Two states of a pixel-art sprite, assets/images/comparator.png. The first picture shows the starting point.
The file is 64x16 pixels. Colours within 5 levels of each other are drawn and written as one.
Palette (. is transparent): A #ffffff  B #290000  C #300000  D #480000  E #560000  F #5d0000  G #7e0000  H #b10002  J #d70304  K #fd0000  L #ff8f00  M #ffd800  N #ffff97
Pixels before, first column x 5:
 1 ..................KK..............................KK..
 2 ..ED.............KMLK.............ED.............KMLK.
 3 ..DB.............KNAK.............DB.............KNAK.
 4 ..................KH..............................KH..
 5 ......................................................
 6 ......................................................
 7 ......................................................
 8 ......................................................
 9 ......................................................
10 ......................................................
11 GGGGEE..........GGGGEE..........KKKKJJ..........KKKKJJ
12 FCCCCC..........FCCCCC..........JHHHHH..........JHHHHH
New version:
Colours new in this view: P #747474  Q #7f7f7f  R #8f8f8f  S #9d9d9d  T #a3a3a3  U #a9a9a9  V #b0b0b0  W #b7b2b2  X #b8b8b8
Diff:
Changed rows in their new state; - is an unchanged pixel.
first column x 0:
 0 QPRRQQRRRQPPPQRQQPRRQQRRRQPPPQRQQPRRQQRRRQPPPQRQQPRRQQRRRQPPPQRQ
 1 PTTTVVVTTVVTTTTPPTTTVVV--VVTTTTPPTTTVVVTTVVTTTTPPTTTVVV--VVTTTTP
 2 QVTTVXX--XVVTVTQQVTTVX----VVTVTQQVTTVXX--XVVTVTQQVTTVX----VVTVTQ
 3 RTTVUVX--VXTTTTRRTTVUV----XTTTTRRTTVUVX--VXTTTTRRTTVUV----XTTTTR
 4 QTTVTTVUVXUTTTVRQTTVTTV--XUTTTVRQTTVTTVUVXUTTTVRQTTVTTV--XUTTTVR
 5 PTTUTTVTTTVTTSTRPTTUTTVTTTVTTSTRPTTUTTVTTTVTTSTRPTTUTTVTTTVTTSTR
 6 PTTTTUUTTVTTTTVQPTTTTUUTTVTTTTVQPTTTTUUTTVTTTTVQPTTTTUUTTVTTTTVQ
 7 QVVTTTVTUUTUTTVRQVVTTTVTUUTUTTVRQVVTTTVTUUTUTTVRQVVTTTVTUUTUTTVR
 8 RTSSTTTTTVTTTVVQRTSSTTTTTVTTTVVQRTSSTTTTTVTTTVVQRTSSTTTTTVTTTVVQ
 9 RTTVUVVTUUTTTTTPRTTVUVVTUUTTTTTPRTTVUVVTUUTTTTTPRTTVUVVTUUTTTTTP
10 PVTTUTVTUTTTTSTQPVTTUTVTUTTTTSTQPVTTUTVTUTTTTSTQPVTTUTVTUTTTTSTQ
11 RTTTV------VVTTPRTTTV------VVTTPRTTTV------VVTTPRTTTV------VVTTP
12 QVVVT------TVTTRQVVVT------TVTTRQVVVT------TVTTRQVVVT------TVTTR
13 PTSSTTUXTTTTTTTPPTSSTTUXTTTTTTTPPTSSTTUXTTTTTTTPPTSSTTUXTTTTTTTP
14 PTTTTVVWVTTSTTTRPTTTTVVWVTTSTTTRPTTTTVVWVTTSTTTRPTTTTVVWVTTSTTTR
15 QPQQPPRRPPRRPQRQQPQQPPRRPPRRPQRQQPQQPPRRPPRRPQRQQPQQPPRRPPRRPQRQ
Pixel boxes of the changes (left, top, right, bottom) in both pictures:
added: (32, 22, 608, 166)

======

(Required action)
Reproduce the whole listing so that each line matches the original exactly.

(Response to this exercise)
Two states of a pixel-art sprite, assets/images/comparator.png. The first picture shows the starting point.
The file is 64x16 pixels. Colours within 5 levels of each other are drawn and written as one.
Palette (. is transparent): A #ffffff  B #290000  C #300000  D #480000  E #560000  F #5d0000  G #7e0000  H #b10002  J #d70304  K #fd0000  L #ff8f00  M #ffd800  N #ffff97
Pixels before, first column x 5:
 1 ..................KK..............................KK..
 2 ..ED.............KMLK.............ED.............KMLK.
 3 ..DB.............KNAK.............DB.............KNAK.
 4 ..................KH..............................KH..
 5 ......................................................
 6 ......................................................
 7 ......................................................
 8 ......................................................
 9 ......................................................
10 ......................................................
11 GGGGEE..........GGGGEE..........KKKKJJ..........KKKKJJ
12 FCCCCC..........FCCCCC..........JHHHHH..........JHHHHH
New version:
Colours new in this view: P #747474  Q #7f7f7f  R #8f8f8f  S #9d9d9d  T #a3a3a3  U #a9a9a9  V #b0b0b0  W #b7b2b2  X #b8b8b8
Diff:
Changed rows in their new state; - is an unchanged pixel.
first column x 0:
 0 QPRRQQRRRQPPPQRQQPRRQQRRRQPPPQRQQPRRQQRRRQPPPQRQQPRRQQRRRQPPPQRQ
 1 PTTTVVVTTVVTTTTPPTTTVVV--VVTTTTPPTTTVVVTTVVTTTTPPTTTVVV--VVTTTTP
 2 QVTTVXX--XVVTVTQQVTTVX----VVTVTQQVTTVXX--XVVTVTQQVTTVX----VVTVTQ
 3 RTTVUVX--VXTTTTRRTTVUV----XTTTTRRTTVUVX--VXTTTTRRTTVUV----XTTTTR
 4 QTTVTTVUVXUTTTVRQTTVTTV--XUTTTVRQTTVTTVUVXUTTTVRQTTVTTV--XUTTTVR
 5 PTTUTTVTTTVTTSTRPTTUTTVTTTVTTSTRPTTUTTVTTTVTTSTRPTTUTTVTTTVTTSTR
 6 PTTTTUUTTVTTTTVQPTTTTUUTTVTTTTVQPTTTTUUTTVTTTTVQPTTTTUUTTVTTTTVQ
 7 QVVTTTVTUUTUTTVRQVVTTTVTUUTUTTVRQVVTTTVTUUTUTTVRQVVTTTVTUUTUTTVR
 8 RTSSTTTTTVTTTVVQRTSSTTTTTVTTTVVQRTSSTTTTTVTTTVVQRTSSTTTTTVTTTVVQ
 9 RTTVUVVTUUTTTTTPRTTVUVVTUUTTTTTPRTTVUVVTUUTTTTTPRTTVUVVTUUTTTTTP
10 PVTTUTVTUTTTTSTQPVTTUTVTUTTTTSTQPVTTUTVTUTTTTSTQPVTTUTVTUTTTTSTQ
11 RTTTV------VVTTPRTTTV------VVTTPRTTTV------VVTTPRTTTV------VVTTP
12 QVVVT------TVTTRQVVVT------TVTTRQVVVT------TVTTRQVVVT------TVTTR
13 PTSSTTUXTTTTTTTPPTSSTTUXTTTTTTTPPTSSTTUXTTTTTTTPPTSSTTUXTTTTTTTP
14 PTTTTVVWVTTSTTTRPTTTTVVWVTTSTTTRPTTTTVVWVTTSTTTRPTTTTVVWVTTSTTTR
15 QPQQPPRRPPRRPQRQQPQQPPRRPPRRPQRQQPQQPPRRPPRRPQRQQPQQPPRRPPRRPQRQ
Pixel boxes of the changes (left, top, right, bottom) in both pictures:
added: (32, 22, 608, 166)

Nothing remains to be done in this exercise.